Он не был готов с ней столкнуться — израненной, искорёженной, почти сломленной. Истекающей кровью… Не в физическом смысле, но так даже хуже, потому что физические повреждения он как раз вполне неплохо умел лечить, даже относительно безнадёжные. Но разум вылечить куда сложнее…
Он снова осмотрелся, осматривая безжизненные серые стены. Ничего личного, ничего своего, ничего, что могло бы сказать что-то о человеке — что само по себе уже очень много говорит. Это была казарма мода, существующего только ради своих функций. Уж такого добра он навидался, чтобы узнавать с первого взгляда.
Слушая её успокаивающееся дыхание, он позволил себе немного расслабиться и снова прокрутить перед мысленным взором короткий бой гравикаров. Сначала он не понял, что его так напрягло — очень быстро, очень много всего, так что даже его вычислительные способности не могли ухватить суть. Но потом, оставшись наедине с собой, он наконец поймал эту мысль за хвост. И тогда паззл сложился.
Вся история леди Авалон, все операции одна другой опасней, всё то, что в досье называли “убеждённым карьеризмом” — всё обрело совершенно другой смысл в его глазах. Пугающий, сводящий с ума смысл.
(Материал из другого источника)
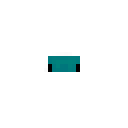
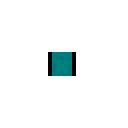
Layer changes from the first 128x128 image to the second:
showed "3", painted on it over [48, 52, 76, 76]
hid "0", painted on it over [44, 52, 80, 72]

Убедившись, что она уснула, он подошёл и провёл пальцами по её лицу. Интересно, шрамы — работа на образ или личный выбор? Теперь, после всего, он ставил скорее на второе. Ещё один способ наказать себя, не так ли? Классическая психология. Хотел бы он уметь нечто подобное лечить… Но на такое способны только Гипнос с Деймосом, и то — не мгновенно, не по щелчку пальцев… Он ещё раз перепроверил её текущее состояние здоровья, насколько это позволяли следы многочисленных модификаций.
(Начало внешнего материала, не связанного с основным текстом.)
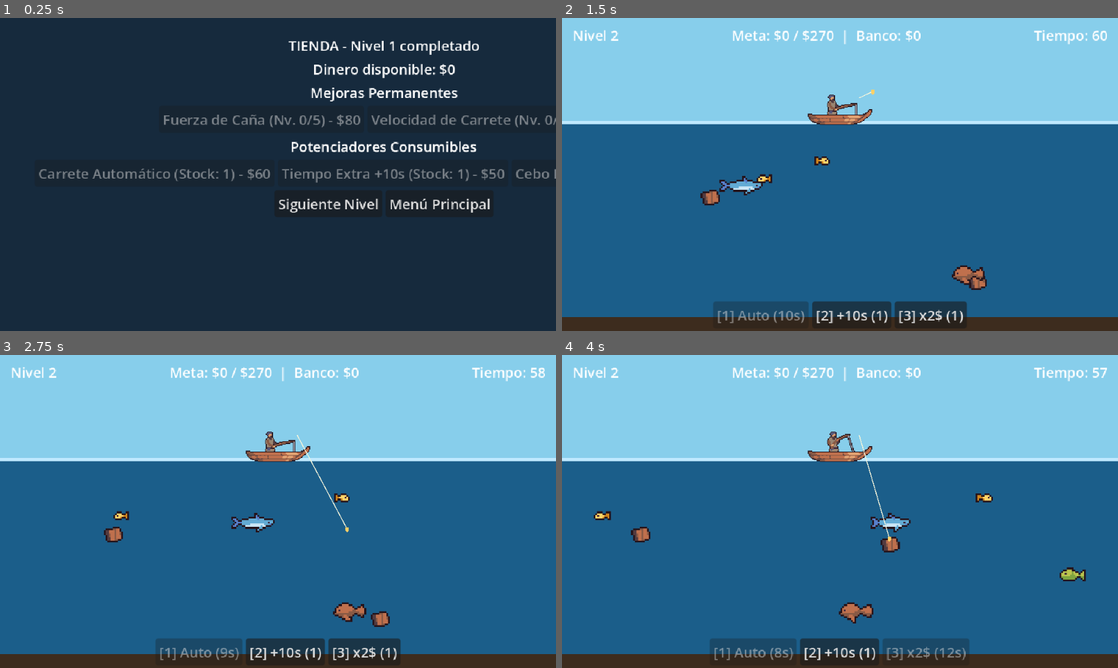
Above: before the commit, frames 1-4 (two rows, left to right).
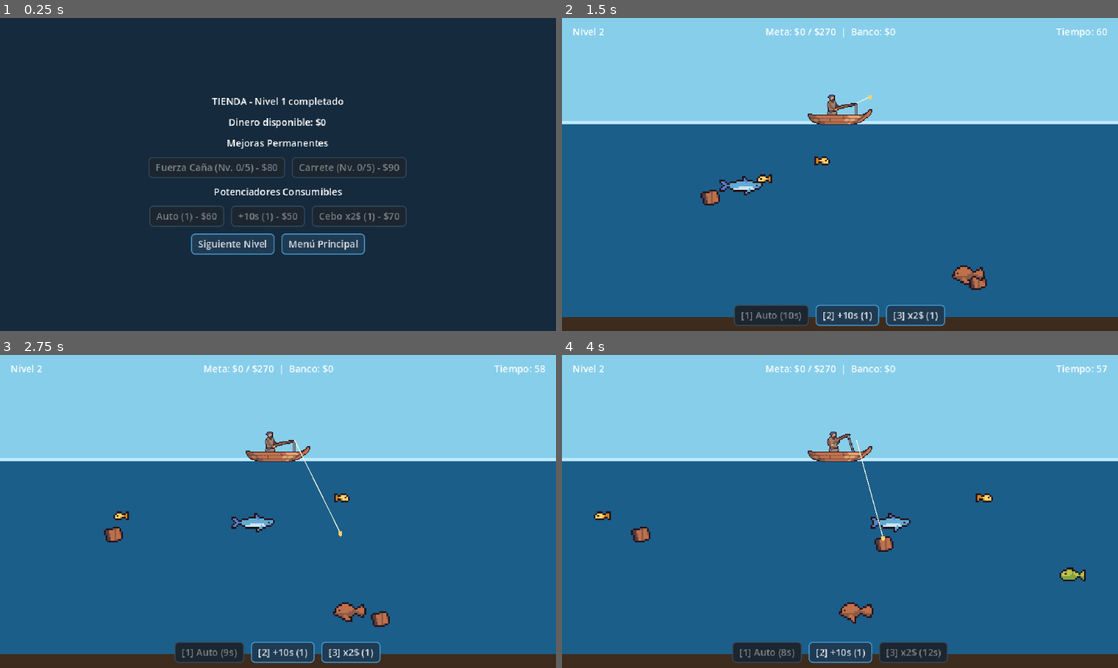
Above: after the commit, the same moments.

Repository: acloshh/Pesca
Game: Godot game, scene res://escenas/tienda.tscn
The game is run twice, just before and just after one commit, with the same random seed, the same clock (stepped at 60 frames per second) and the same inputs. This scene is started directly instead of the project's main scene.
Inputs (mouse positions are in pixels of both pictures, inside the frame that each line leads up to):
- Up to frame 1 (0.25 s): no input
- Up to frame 2 (1.5 s): click "Siguiente Nivel" at 0.5 s; click "[1] Auto (1)" at 1.25 s
- Up to frame 3 (2.75 s): tap Enter at 2 s; move the mouse to (400, 495) at 2.02 s; hold D (mover_derecha) from 2.03 s (still down); tap 1 (potenciador_1) at 2.1 s; click (400, 495) at 2.17 s
- Up to frame 4 (4 s): release D (mover_derecha) at 2.75 s; drag from (728, 527) to (940, 617) at 2.77 s; move the mouse to (895, 442) at 3.52 s; hold D (mover_derecha) from 3.53 s (still down); tap 3 (potenciador_3) at 3.6 s

The runs differ from the first frame. In frame 1, 7.5% of the frame differs, in the area x 7-100%, y 7-76%; in frame 2, 3.6%; in frame 3, 3.7%; in frame 4, 4.0%.

Commit message:
Ajuste visual de UI, tema proporcional a 640x360 y alineacion de punta de cana
- Se crea recursos/tema_ui.tres y se configura como tema global en project.godot con fuentes de 11px, separaciones de 8px y StyleBoxFlat consistentes para botones y paneles.
- Se acortan los textos de botones en tienda.gd y se centra/ajusta el margen en tienda.tscn para eliminar el desborde horizontal.
- Se corrige MargenInferior en juego_principal.tscn (grow_vertical = 0 y altura ajustada) para que los botones de potenciadores no se recorten abajo.
- Se alinea PuntaCana a (19, -10) para que el hilo salga exactamente desde el extremo de la cana de pescar.

Diff:
--- a/escenas/juego_principal.tscn
+++ b/escenas/juego_principal.tscn
@@ -11,8 +11,6 @@
 
 [node name="JuegoPrincipal" type="Node2D" unique_id=1865393688]
 script = ExtResource("1_oljg8")
-duracion_nivel = null
-meta_dinero = null
 
 [node name="Camera2D" type="Camera2D" parent="." unique_id=440907728]
 position = Vector2(320, 180)
@@ -71,7 +69,7 @@
 hframes = 4
 
 [node name="PuntaCana" type="Marker2D" parent="Pescador" unique_id=780086996]
-position = Vector2(22, -16)
+position = Vector2(19, -10)
 
 [node name="HiloPesca" type="Line2D" parent="Pescador" unique_id=270719880]
 z_index = 3
@@ -150,9 +148,10 @@
 anchor_right = 1.0
 anchor_bottom = 1.0
 offset_left = 12.0
-offset_top = -34.0
+offset_top = -30.0
 offset_right = -12.0
 offset_bottom = -6.0
+grow_vertical = 0
 
 [node name="BarraPotenciadores" type="HBoxContainer" parent="HUD/MargenInferior" unique_id=1624777034]
 layout_mode = 2
--- a/escenas/tienda.tscn
+++ b/escenas/tienda.tscn
@@ -19,13 +19,14 @@
 layout_mode = 0
 anchor_right = 1.0
 anchor_bottom = 1.0
-offset_left = 40.0
-offset_top = 20.0
-offset_right = -40.0
-offset_bottom = -20.0
+offset_left = 20.0
+offset_top = 16.0
+offset_right = -20.0
+offset_bottom = -16.0
 
 [node name="VBox" type="VBoxContainer" parent="Margen" unique_id=2056413684]
 layout_mode = 2
+alignment = 1
 
 [node name="LabelTitulo" type="Label" parent="Margen/VBox" unique_id=1937581691]
 layout_mode = 2
--- a/project.godot
+++ b/project.godot
@@ -32,6 +32,10 @@
 [editor_plugins]
 
 enabled=PackedStringArray("res://addons/godot_ai/plugin.cfg")
+
+[gui]
+
+theme/custom="res://recursos/tema_ui.tres"
 
 [input]
 
--- /dev/null
+++ b/recursos/tema_ui.tres
@@ -0,0 +1,92 @@
+[gd_resource type="Theme" format=3 uid="uid://6jqhysflqr5d"]
+
+[sub_resource type="StyleBoxFlat" id="StyleBoxFlat_nkuon"]
+content_margin_left = 8.0
+content_margin_top = 4.0
+content_margin_right = 8.0
+content_margin_bottom = 4.0
+bg_color = Color(0.105882354, 0.14901961, 0.1882353, 1)
+border_width_left = 1
+border_width_top = 1
+border_width_right = 1
+border_width_bottom = 1
+border_color = Color(0.23137255, 0.3019608, 0.36862746, 1)
+corner_radius_top_left = 4
+corner_radius_top_right = 4
+corner_radius_bottom_right = 4
+corner_radius_bottom_left = 4
+
+[sub_resource type="StyleBoxFlat" id="StyleBoxFlat_e6nln"]
+content_margin_left = 8.0
+content_margin_top = 4.0
+content_margin_right = 8.0
+content_margin_bottom = 4.0
+bg_color = Color(0.16470589, 0.31764707, 0.4509804, 1)
+border_width_left = 1
+border_width_top = 1
+border_width_right = 1
+border_width_bottom = 1
+border_color = Color(0.5647059, 0.8784314, 0.9372549, 1)
+corner_radius_top_left = 4
+corner_radius_top_right = 4
+corner_radius_bottom_right = 4
+corner_radius_bottom_left = 4
+
+[sub_resource type="StyleBoxFlat" id="StyleBoxFlat_pse65"]
+content_margin_left = 8.0
+content_margin_top = 4.0
+content_margin_right = 8.0
+content_margin_bottom = 4.0
+bg_color = Color(0.12156863, 0.23137255, 0.32941177, 1)
+border_width_left = 1
+border_width_top = 1
+border_width_right = 1
+border_width_bottom = 1
+border_color = Color(0.30588236, 0.65882355, 0.87058824, 1)
+corner_radius_top_left = 4
+corner_radius_top_right = 4
+corner_radius_bottom_right = 4
+corner_radius_bottom_left = 4
+
+[sub_resource type="StyleBoxFlat" id="StyleBoxFlat_mxinu"]
+content_margin_left = 8.0
+content_margin_top = 4.0
+content_margin_right = 8.0
+content_margin_bottom = 4.0
+bg_color = Color(0.078431375, 0.15294118, 0.21960784, 1)
+border_width_left = 1
+border_width_top = 1
+border_width_right = 1
+border_width_bottom = 1
+border_color = Color(0.30588236, 0.65882355, 0.87058824, 1)
+corner_radius_top_left = 4
+corner_radius_top_right = 4
+corner_radius_bottom_right = 4
+corner_radius_bottom_left = 4
+
+[sub_resource type="StyleBoxFlat" id="StyleBoxFlat_osmei"]
+content_margin_left = 12.0
+content_margin_top = 10.0
+content_margin_right = 12.0
+content_margin_bottom = 10.0
+bg_color = Color(0.0627451, 0.12941177, 0.1882353, 0.9019608)
+border_width_left = 1
+border_width_top = 1
+border_width_right = 1
+border_width_bottom = 1
+border_color = Color(0.30588236, 0.65882355, 0.87058824, 1)
+corner_radius_top_left = 6
+corner_radius_top_right = 6
+corner_radius_bottom_right = 6
+corner_radius_bottom_left = 6
+
+[resource]
+Button/font_sizes/font_size = 11
+Button/styles/disabled = SubResource("StyleBoxFlat_nkuon")
+Button/styles/hover = SubResource("StyleBoxFlat_e6nln")
+Button/styles/normal = SubResource("StyleBoxFlat_pse65")
+Button/styles/pressed = SubResource("StyleBoxFlat_mxinu")
+HBoxContainer/constants/separation = 8
+Label/font_sizes/font_size = 11
+PanelContainer/styles/panel = SubResource("StyleBoxFlat_osmei")
+VBoxContainer/constants/separation = 8
--- a/scripts/tienda.gd
+++ b/scripts/tienda.gd
@@ -29,11 +29,11 @@
 	label_dinero.text = "Dinero disponible: $%d" % DatosJuego.dinero_total
 
 	if DatosJuego.nivel_fuerza >= DatosJuego.MAX_NIVEL_MEJORA:
-		boton_fuerza.text = "Fuerza de Caña (Nv. MAX)"
+		boton_fuerza.text = "Fuerza Caña (MAX)"
 		boton_fuerza.disabled = true
 	else:
 		var costo_f := DatosJuego.obtener_costo_fuerza()
-		boton_fuerza.text = "Fuerza de Caña (Nv. %d/%d) - $%d" % [
+		boton_fuerza.text = "Fuerza Caña (Nv. %d/%d) - $%d" % [
 			DatosJuego.nivel_fuerza,
 			DatosJuego.MAX_NIVEL_MEJORA,
 			costo_f,
@@ -41,30 +41,30 @@
 		boton_fuerza.disabled = DatosJuego.dinero_total < costo_f
 
 	if DatosJuego.nivel_carrete >= DatosJuego.MAX_NIVEL_MEJORA:
-		boton_carrete.text = "Velocidad de Carrete (Nv. MAX)"
+		boton_carrete.text = "Carrete (MAX)"
 		boton_carrete.disabled = true
 	else:
 		var costo_c := DatosJuego.obtener_costo_carrete()
-		boton_carrete.text = "Velocidad de Carrete (Nv. %d/%d) - $%d" % [
+		boton_carrete.text = "Carrete (Nv. %d/%d) - $%d" % [
 			DatosJuego.nivel_carrete,
 			DatosJuego.MAX_NIVEL_MEJORA,
 			costo_c,
 		]
 		boton_carrete.disabled = DatosJuego.dinero_total < costo_c
 
-	boton_carrete_auto.text = "Carrete Automático (Stock: %d) - $%d" % [
+	boton_carrete_auto.text = "Auto (%d) - $%d" % [
 		DatosJuego.cant_carrete_auto,
 		DatosJuego.PRECIO_CARRETE_AUTO,
 	]
 	boton_carrete_auto.disabled = DatosJuego.dinero_total < DatosJuego.PRECIO_CARRETE_AUTO
 
-	boton_tiempo_extra.text = "Tiempo Extra +10s (Stock: %d) - $%d" % [
+	boton_tiempo_extra.text = "+10s (%d) - $%d" % [
 		DatosJuego.cant_tiempo_extra,
 		DatosJuego.PRECIO_TIEMPO_EXTRA,
 	]
 	boton_tiempo_extra.disabled = DatosJuego.dinero_total < DatosJuego.PRECIO_TIEMPO_EXTRA
 
-	boton_cebo_dorado.text = "Cebo Dorado x2$ (Stock: %d) - $%d" % [
+	boton_cebo_dorado.text = "Cebo x2$ (%d) - $%d" % [
 		DatosJuego.cant_cebo_dorado,
 		DatosJuego.PRECIO_CEBO_DORADO,
 	]

— Ты вернёшься с этой войны, — сказал он едва слышно. — Я сделаю всё ради этого.
*
Он вернулся в свой роскошный номер.
Не то чтобы в этом действительно была необходимость, да и предпочёл бы он провести ночь с ней рядом. Но, как ни крути, гостеприимных хозяев надо уважать. Они же старались, систему безопасности создавали, разного рода датчики устанавливали, искин интегрировали… Он может подправить эту систему, обмануть её, проскользнуть мимо неё, но наглеть уж совсем не стоит.
Так что он вернулся в свою квартиру, незаметный, как тень, и снова выскользнул на крышу.
Ему нужно было с кем-то это всё обсудить. Очевидной кандидатурой казалась Гипнос, как специалист по работе мозга, и Деймос, как существо, отлично разбирающееся в психических расстройствах. Но Танатос самому себе признавался, что прямо сейчас сам он — то ещё психическое расстройство. И его брат с сестрой, при всех их положительных качествах, едва ли смогли бы понять, что он сейчас испытывает.